WALKING LANZAROTE. GR131 – the southern bit.

Playa Blanca – Yaiza – Uga.

Today was the trial for the Lanzarote bus service, critical for my week’s walking, verdict good and later bad. After a surprisingly good breakfast I ambled along the sea front to the newish,?futuristic guagua [bus] interchange.

The no 60 guagua came on schedule and had me in Playa Blanca in no time. This is the Southern resort and had little appeal. A few cafes and the ferry from Fuerteventura which could be seen in the murky distance as well as the nearer Isla de Lobos.

I did however find just above the beach a noticeboard with a map and stages for the GR131, it would seem I’m doing it in reverse, stage 5 to start. The tourist information office 5 metres from the above board didn’t know of the existence of the GR 131 but thought I was brave for setting off. One wonders that having spent thousands on the route the authorities would tell the TI.  An outline map would be so easy to produce and would encourage people to try it. Spain has never been good at publicizing their excellent walking potential.
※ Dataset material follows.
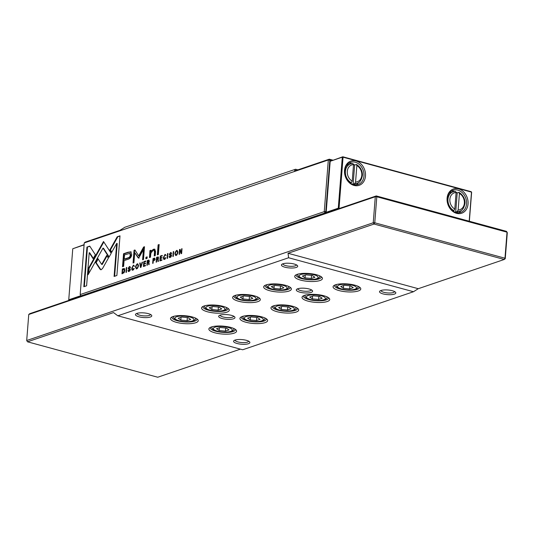 <?xml version="1.0" encoding="UTF-8"?>
<svg xmlns="http://www.w3.org/2000/svg" width="534" height="534" viewBox="0 0 534 534"><rect width="100%" height="100%" fill="white"/><g stroke="black" fill="none" stroke-linecap="round" stroke-linejoin="round"><path stroke-width="0.8" d="M468.058 203.955A12.809 10.226 -108.8 0 1 456.617 213.34A12.809 10.226 -108.8 0 1 447.098 198.248A12.809 10.226 -108.8 0 1 458.539 188.862A12.809 10.226 -108.8 0 1 468.058 203.955M447.365 198.701A11.715 9.358 71.2 0 0 460.729 212.405A11.715 9.358 71.2 0 0 466.542 203.921A11.715 9.358 71.2 0 0 453.186 190.217A11.715 9.358 71.2 0 0 447.365 198.701M365.49 176.046A12.809 10.226 -108.8 0 1 354.042 185.431A12.809 10.226 -108.8 0 1 344.53 170.346A12.809 10.226 -108.8 0 1 355.971 160.961A12.809 10.226 -108.8 0 1 365.49 176.046M344.797 170.8A11.715 9.358 71.2 0 0 358.154 184.504A11.715 9.358 71.2 0 0 363.974 176.013A11.715 9.358 71.2 0 0 350.618 162.316A11.715 9.358 71.2 0 0 344.797 170.8M461.016 210.543A11.715 9.358 -108.8 0 1 458.779 212.792M356.211 184.884A11.715 9.358 71.2 0 0 358.447 182.641M454.788 209.041L456.089 192.574A8.858 7.075 71.2 0 0 449.862 199.289A8.858 7.075 71.2 0 0 454.788 209.041L453.907 210.636A10.219 8.164 -108.8 0 1 447.973 199.249A10.219 8.164 -108.8 0 1 453.046 191.846L449.942 192.907A10.219 8.164 71.2 0 0 449.294 193.161M456.096 192.454A10.219 8.164 -108.8 0 1 457.204 192.941L458.759 192.414L459.434 193.482L458.139 209.949A8.858 7.075 71.2 0 0 464.36 203.234A8.858 7.075 71.2 0 0 459.434 193.482M352.974 163.571L350.478 163.945A10.219 8.164 -108.8 0 1 352.847 163.598L353.515 164.666L352.22 181.133L351.339 182.728A10.219 8.164 -108.8 0 1 345.405 171.347A10.219 8.164 -108.8 0 1 350.478 163.945L347.374 164.999A10.219 8.164 71.2 0 0 346.726 165.26M351.959 184.03A10.219 8.164 71.2 0 0 353.134 184.17L354.636 165.033A10.219 8.164 71.2 0 0 353.521 164.552M354.636 165.033L356.191 164.505L356.859 165.58L355.564 182.041A8.858 7.075 71.2 0 0 361.785 175.326A8.858 7.075 71.2 0 0 356.859 165.58M457.204 192.941L455.702 212.071L457.258 211.544L458.139 209.949M353.134 184.17L354.683 183.643L355.564 182.041M350.331 183.075L351.339 182.728M356.525 164.532L356.191 164.505M455.549 191.479L453.046 191.846A10.219 8.164 -108.8 0 1 455.415 191.506L455.575 191.479M455.415 191.506L456.089 192.574M452.899 210.977L453.907 210.636M455.702 212.071A10.219 8.164 -108.8 0 1 454.527 211.938M459.093 192.434L458.759 192.414M353.274 184.537A10.219 8.164 71.2 0 0 353.949 184.35L357.052 183.296A10.219 8.164 -108.8 0 1 354.683 183.643M455.849 212.445A10.219 8.164 71.2 0 0 456.517 212.252L459.62 211.197A10.219 8.164 -108.8 0 1 457.258 211.544M354.716 165.006A11.715 9.358 71.2 0 0 353.508 164.265M351.979 163.611A11.715 9.358 71.2 0 0 348.836 163.197M451.41 191.099A11.715 9.358 -108.8 0 1 454.554 191.519M456.083 192.167A11.715 9.358 -108.8 0 1 457.284 192.914M469.206 221.209L471.495 192.127L343.055 157.183L339.043 208.213L339.637 208.373M338.616 208.721L338.282 208.193L342.301 157.163L330.192 161.281L326.174 212.312L338.282 208.193L339.043 208.213L338.79 208.661M330.192 161.281L342.788 156.769L342.301 157.163L343.055 157.183L342.788 156.769L471.222 191.706L471.629 192.347L469.353 221.25M326.508 212.839L326.174 212.312M84.092 244.912L72.764 248.757L68.746 299.788L80.861 295.676L81.188 296.196M68.746 299.788L69.08 300.315L68.746 299.788M72.764 248.757L84.112 244.672M235.04 340.085A6.815 1.942 -175.5 0 0 237.95 341.927A6.815 1.942 -175.5 0 0 244.886 342.568A6.815 1.942 -175.5 0 0 248.624 341.153M136.931 313.398A6.815 1.942 -175.5 0 0 139.841 315.234A6.815 1.942 -175.5 0 0 146.77 315.874A6.815 1.942 -175.5 0 0 150.508 314.466M297.772 288.754A6.815 1.942 -175.5 0 0 300.682 290.589A6.815 1.942 -175.5 0 0 307.617 291.23A6.815 1.942 -175.5 0 0 311.355 289.822M282.88 263.796A6.815 1.942 -175.5 0 0 285.79 265.638A6.815 1.942 -175.5 0 0 292.719 266.279A6.815 1.942 -175.5 0 0 296.457 264.871M380.989 290.489A6.815 1.942 -175.5 0 0 383.899 292.325A6.815 1.942 -175.5 0 0 390.828 292.972A6.815 1.942 -175.5 0 0 394.566 291.557M220.142 315.133A6.815 1.942 -175.5 0 0 223.052 316.969A6.815 1.942 -175.5 0 0 229.987 317.61A6.815 1.942 -175.5 0 0 233.725 316.201M237.069 343.489A8.177 2.33 4.5 0 1 234.005 340.599A8.177 2.33 4.5 0 1 246.388 340.325A8.177 2.33 4.5 0 1 249.565 341.827A8.177 2.33 4.5 0 1 246.474 344.15A8.177 2.33 4.5 0 1 237.069 343.489M138.96 316.796A8.177 2.33 4.5 0 1 135.896 313.912A8.177 2.33 4.5 0 1 148.278 313.632A8.177 2.33 4.5 0 1 151.456 315.133A8.177 2.33 4.5 0 1 148.365 317.456A8.177 2.33 4.5 0 1 138.96 316.796M299.808 292.158A8.177 2.33 4.5 0 1 296.737 289.268A8.177 2.33 4.5 0 1 309.119 288.987A8.177 2.33 4.5 0 1 312.297 290.489A8.177 2.33 4.5 0 1 309.206 292.819A8.177 2.33 4.5 0 1 299.808 292.158M284.909 267.2A8.177 2.33 4.5 0 1 281.839 264.317A8.177 2.33 4.5 0 1 294.227 264.036A8.177 2.33 4.5 0 1 297.398 265.538A8.177 2.33 4.5 0 1 294.307 267.861A8.177 2.33 4.5 0 1 284.909 267.2M383.018 293.894A8.177 2.33 4.5 0 1 379.954 291.003A8.177 2.33 4.5 0 1 392.336 290.73A8.177 2.33 4.5 0 1 395.514 292.231A8.177 2.33 4.5 0 1 392.423 294.554A8.177 2.33 4.5 0 1 383.018 293.894M222.171 318.538A8.177 2.33 4.5 0 1 219.107 315.647A8.177 2.33 4.5 0 1 231.489 315.367A8.177 2.33 4.5 0 1 234.666 316.876A8.177 2.33 4.5 0 1 231.576 319.198A8.177 2.33 4.5 0 1 222.171 318.538M245.854 322.222A13.897 3.965 4.5 0 1 240.64 317.316A13.897 3.965 4.5 0 1 261.687 316.842A13.897 3.965 4.5 0 1 267.087 319.399A13.897 3.965 4.5 0 1 261.834 323.35A13.897 3.965 4.5 0 1 245.854 322.222M241.522 316.789A12.536 3.578 -175.5 0 0 241.381 317.249A12.536 3.578 -175.5 0 0 246.735 320.66A12.536 3.578 -175.5 0 0 259.537 321.835A12.536 3.578 -175.5 0 0 266.366 319.212A12.536 3.578 -175.5 0 0 266.299 318.738M307.958 301.116A13.897 3.965 4.5 0 1 302.745 296.21A13.897 3.965 4.5 0 1 323.798 295.736A13.897 3.965 4.5 0 1 329.198 298.292A13.897 3.965 4.5 0 1 323.944 302.244A13.897 3.965 4.5 0 1 307.958 301.116M303.626 295.682A12.536 3.578 -175.5 0 0 303.486 296.143A12.536 3.578 -175.5 0 0 308.839 299.554A12.536 3.578 -175.5 0 0 321.642 300.729A12.536 3.578 -175.5 0 0 328.477 298.112A12.536 3.578 -175.5 0 0 328.403 297.632M176.447 322.342A13.897 3.965 4.5 0 1 171.234 317.43A13.897 3.965 4.5 0 1 192.287 316.962A13.897 3.965 4.5 0 1 197.687 319.512A13.897 3.965 4.5 0 1 192.434 323.464A13.897 3.965 4.5 0 1 176.447 322.342M172.115 316.902A12.536 3.578 -175.5 0 0 171.975 317.363A12.536 3.578 -175.5 0 0 177.328 320.774A12.536 3.578 -175.5 0 0 190.131 321.955A12.536 3.578 -175.5 0 0 196.966 319.332A12.536 3.578 -175.5 0 0 196.892 318.858M207.499 311.789A13.897 3.965 4.5 0 1 202.286 306.883A13.897 3.965 4.5 0 1 223.339 306.409A13.897 3.965 4.5 0 1 228.739 308.959A13.897 3.965 4.5 0 1 223.486 312.917A13.897 3.965 4.5 0 1 207.499 311.789M203.174 306.356A12.536 3.578 -175.5 0 0 203.027 306.81A12.536 3.578 -175.5 0 0 208.38 310.221A12.536 3.578 -175.5 0 0 221.183 311.402A12.536 3.578 -175.5 0 0 228.018 308.779A12.536 3.578 -175.5 0 0 227.945 308.305M238.551 301.236A13.897 3.965 4.5 0 1 233.338 296.33A13.897 3.965 4.5 0 1 254.391 295.856A13.897 3.965 4.5 0 1 259.791 298.413A13.897 3.965 4.5 0 1 254.538 302.364A13.897 3.965 4.5 0 1 238.551 301.236M234.226 295.803A12.536 3.578 -175.5 0 0 234.079 296.263A12.536 3.578 -175.5 0 0 239.432 299.674A12.536 3.578 -175.5 0 0 252.235 300.849A12.536 3.578 -175.5 0 0 259.07 298.226A12.536 3.578 -175.5 0 0 258.997 297.752M269.603 290.683A13.897 3.965 4.5 0 1 264.39 285.777A13.897 3.965 4.5 0 1 285.443 285.303A13.897 3.965 4.5 0 1 290.843 287.859A13.897 3.965 4.5 0 1 285.59 291.811A13.897 3.965 4.5 0 1 269.603 290.683M265.278 285.249A12.536 3.578 -175.5 0 0 265.131 285.71A12.536 3.578 -175.5 0 0 270.484 289.121A12.536 3.578 -175.5 0 0 283.287 290.296A12.536 3.578 -175.5 0 0 290.122 287.672A12.536 3.578 -175.5 0 0 290.049 287.199M339.01 290.563A13.897 3.965 4.5 0 1 333.797 285.657A13.897 3.965 4.5 0 1 354.85 285.183A13.897 3.965 4.5 0 1 360.25 287.739A13.897 3.965 4.5 0 1 354.997 291.691A13.897 3.965 4.5 0 1 339.01 290.563M334.678 285.129A12.536 3.578 -175.5 0 0 334.538 285.59A12.536 3.578 -175.5 0 0 339.891 289.001A12.536 3.578 -175.5 0 0 352.694 290.182A12.536 3.578 -175.5 0 0 359.529 287.559A12.536 3.578 -175.5 0 0 359.455 287.078M300.655 280.13A13.897 3.965 4.5 0 1 295.442 275.224A13.897 3.965 4.5 0 1 316.495 274.75A13.897 3.965 4.5 0 1 321.895 277.306A13.897 3.965 4.5 0 1 316.642 281.258A13.897 3.965 4.5 0 1 300.655 280.13M296.33 274.696A12.536 3.578 -175.5 0 0 296.183 275.157A12.536 3.578 -175.5 0 0 301.536 278.568A12.536 3.578 -175.5 0 0 314.339 279.743A12.536 3.578 -175.5 0 0 321.174 277.126A12.536 3.578 -175.5 0 0 321.101 276.645M276.906 311.669A13.897 3.965 4.5 0 1 271.693 306.763A13.897 3.965 4.5 0 1 292.745 306.289A13.897 3.965 4.5 0 1 298.139 308.846A13.897 3.965 4.5 0 1 292.886 312.797A13.897 3.965 4.5 0 1 276.906 311.669M272.574 306.236A12.536 3.578 -175.5 0 0 272.433 306.696A12.536 3.578 -175.5 0 0 277.787 310.107A12.536 3.578 -175.5 0 0 290.589 311.282A12.536 3.578 -175.5 0 0 297.425 308.659A12.536 3.578 -175.5 0 0 297.351 308.185M214.802 332.775A13.897 3.965 4.5 0 1 209.588 327.869A13.897 3.965 4.5 0 1 230.635 327.395A13.897 3.965 4.5 0 1 236.035 329.945A13.897 3.965 4.5 0 1 230.781 333.904A13.897 3.965 4.5 0 1 214.802 332.775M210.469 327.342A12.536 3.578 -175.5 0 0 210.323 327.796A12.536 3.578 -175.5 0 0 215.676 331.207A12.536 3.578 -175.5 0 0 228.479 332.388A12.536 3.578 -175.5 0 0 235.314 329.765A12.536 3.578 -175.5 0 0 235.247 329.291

I was soon on my way inland on ash tracks – a feature of this volcanic island. Passing unfinished holiday developments and their associated rubbish was rather depressing. To be honest apart from the ash desert I was in there was little else of interest, few flowers, even fewer birds and the odd lizard scuttling about.

The small village of Las Breňas came as a relief with its cactus gardens and a cafe.

The route continued across the ash below the Femes volcano,611m, which looked to have some good ridge walking. As I approached Yaiza the path came alongside the lava flows from the 1730’s eruption in the south of the island. Further on after the pleasant village the path wound its way through the lava fields. This area is used regularly by tourist camel trains, thankfully I avoided that pantomime. In the background were the craters of the Timanfaya national park where access is restricted.This is barren volcanic scenery which I’ve only experienced in Iceland before.

I arrived in the village of Uga 10mins before the return bus was due. There was a Dutch couple already waiting at the stop.

Church at Uga.

Church at Uga.

Nothing happened for 45mins which gave me time to watch a group of ladybirds on the tree next to the stop. Just when thoughts of a taxi crept into my mind along came the bus and and Arrecife was soon reached. A very refreshing swim, i.e. freezing, in the rooftop pool .

A busy day, it had been hot and sunny and the walking interesting without being dramatic, wonder how tomorrow will compare.